More Speed Vs. OBP

May 23, 2020
                                           More Speed and OBP

 

            Minutes after finishing the other study about Speed and On Base Percentage, I thought of another way to study the problem.   As I have discussed here before, I maintain a data base of players’ career game logs, really just because I like to have it; it is now up to 157 players’ careers, and 272,414 lines of data, each representing a game by a player.  The data records what each player’s batting order position was, so it occurred to me that I could use that to study more directly the question posed by Owen H:  which is more valuable, a fast leadoff man with a .350 on base percentage, or a slow leadoff man with a .375 on base percentage? 

            The first step in the study was to create speed scores for each player, based on the data in the file.   I’ve got five things in the file which can be used for that:  Stolen Bases, Triples, Grounded into Double Plays, Defensive Position and Reached On Error.  I gave the player:

            25 points for a Stolen Base

            50 points for a Triple

            Negative 40 points for Grounding into a Double Play

            2 points for reaching on an error

            2 points if his first defensive position in the game was center field or pinch runner

            1 point if it was left or right field or shortstop

            Negative 1 point if it was first base

            Negative 2 points if it was catcher, DH, or pinch hitter

 

            Then I created rolling totals for each player during each 100-game sample of his career, and divided that by his plate appearances in those 100 games.  The player has a different speed score every day.   According to the system, the fastest player in the data was Willie Wilson on August 10, 1978; he had 972 Speed Points in the 101 games surrounding that game, and only 139 plate appearances, an average of almost 7 points per plate appearance (6.993).  The slowest player/day was Ernie Lombardi on April 22, 1944; he had negative 1,187 points with 348 plate appearances, an average of negative 3.41 points per plate appearance. 

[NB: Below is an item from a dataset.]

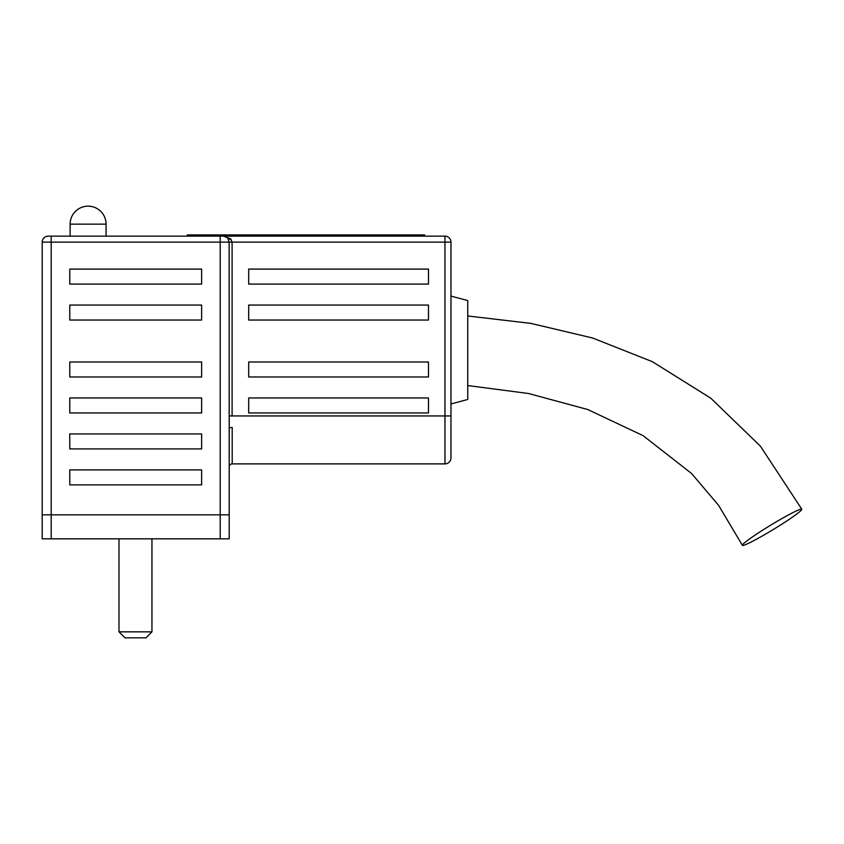 <?xml version="1.0" encoding="UTF-8"?>
<svg xmlns="http://www.w3.org/2000/svg" width="844" height="844" viewBox="0 0 844 844"><rect width="100%" height="100%" fill="white"/><g stroke="black" fill="none" stroke-linecap="round" stroke-linejoin="round"><path stroke-width="1.27" d="M187.241 236.141L187.241 234.938L424.595 234.938L424.595 236.141M229.199 514.84L229.199 428.214L229.199 514.84L220.21 514.84L229.199 514.84L229.199 538.82L42.2 538.82L42.2 242.133A5.992 5.992 0 0 1 48.192 236.141L444.967 236.141A5.992 5.992 0 0 1 450.97 242.133L450.97 457.902A5.992 5.992 0 0 1 444.967 463.894L232.195 463.894A2.996 2.996 0 0 0 229.199 466.89A2.996 2.996 0 0 1 232.195 463.894L232.195 427.486A2.996 0.717 180 0 0 229.199 428.214L229.199 466.89M220.21 538.82L220.21 514.84L42.2 514.84L51.189 514.84L51.189 242.133L42.2 242.133M118.983 631.839L151.952 631.839L145.959 637.832L124.986 637.832L118.983 631.839L118.983 538.82M229.199 428.214L229.135 242.133L228.059 238.62M69.767 484.878L201.632 484.878L201.632 469.886L69.767 469.886L69.767 484.878M69.767 448.913L201.632 448.913L201.632 433.932L69.767 433.932L69.767 448.913M69.767 320.045L201.632 320.045L201.632 305.064L69.767 305.064L69.767 320.045M69.767 412.948L201.632 412.948L201.632 397.967L69.767 397.967L69.767 412.948M69.767 376.983L201.632 376.983L201.632 362.002L69.767 362.002L69.767 376.983M69.767 284.09L201.632 284.09L201.632 269.099L69.767 269.099L69.767 284.09M223.449 236.141L230.697 238.82L232.1 242.133L220.21 242.133L220.21 514.84L51.189 514.84L51.189 538.82M248.685 320.045L428.488 320.045L428.488 305.064L248.685 305.064L248.685 320.045M248.685 376.983L428.488 376.983L428.488 362.002L248.685 362.002L248.685 376.983M248.685 412.948L428.488 412.948L428.488 397.967L248.685 397.967L248.685 412.948M248.685 284.09L428.488 284.09L428.488 269.099L248.685 269.099L248.685 284.09M450.97 296.075L467.745 300.569L467.745 399.465L450.97 403.959M223.206 236.141A5.992 5.992 0 0 1 228.207 238.82A2.996 1.445 146.4 0 0 230.697 238.82M742.393 545.34A34.762 2.521 -31.3 0 1 770.962 525.01A34.762 2.521 -31.3 0 1 801.8 509.217A34.762 2.521 -31.3 0 1 801.6 509.818A34.762 2.521 -31.3 0 1 770.931 530.929A34.762 2.521 -31.3 0 1 742.404 545.351L718.603 505.345L691.584 473.505L643.16 435.694L587.719 409.519L528.555 393.515L467.745 385.55M70.115 224.145L106.08 224.145A17.977 17.977 0 0 0 88.103 206.168A17.977 17.977 0 0 0 70.115 224.145L70.115 236.141M220.21 236.141L220.21 242.133L51.189 242.133L51.189 236.141M444.967 236.141L444.967 242.133L232.1 242.133L232.1 415.944L444.967 415.944L444.967 242.133L450.97 242.133M444.967 463.894L444.967 415.944L450.97 415.944M229.135 415.944L232.1 415.944M151.952 631.839L151.952 538.82M226.424 237.08L228.207 238.82M801.8 509.217L760.36 446.096L710.722 398.136L652.317 361.665L592.615 338.011L530.802 323.379L467.745 315.972M106.08 224.145L106.08 236.141"/></g></svg>

            It’s a crude system, but it works.  The next-fastest player after Willie Wilson on August 10, 1978, is Willie Wilson on August 11, 1978; the fastest 70 player/daily ratings are all Willie Wilson.  The fastest players after Wilson are Miguel Dilone (peaking September 3, 1979), Lou Brock (peaking July 29, 1974 at 4.72), and Maury Wills (peaking August 8, 1962).  Wills is in 467th place, but the 466 names ahead of him are all Willie Wilson, Miguel Dilone and Lou Brock, and remember these are not scores from that game, but scores from the 101 games of which this game is the central game.  Then Davey Lopes (August 13, 1976), Cesar Cedeno (September 23, 1977), Willie Davis (July 5, 1970), Ray Lankford (September 9, 1971), and Bert Campaneris (June 20, 1965).  Slowest, after Lombardi, is Rusty Staub at the end of his career.   Raines and Henderson are not in the data yet.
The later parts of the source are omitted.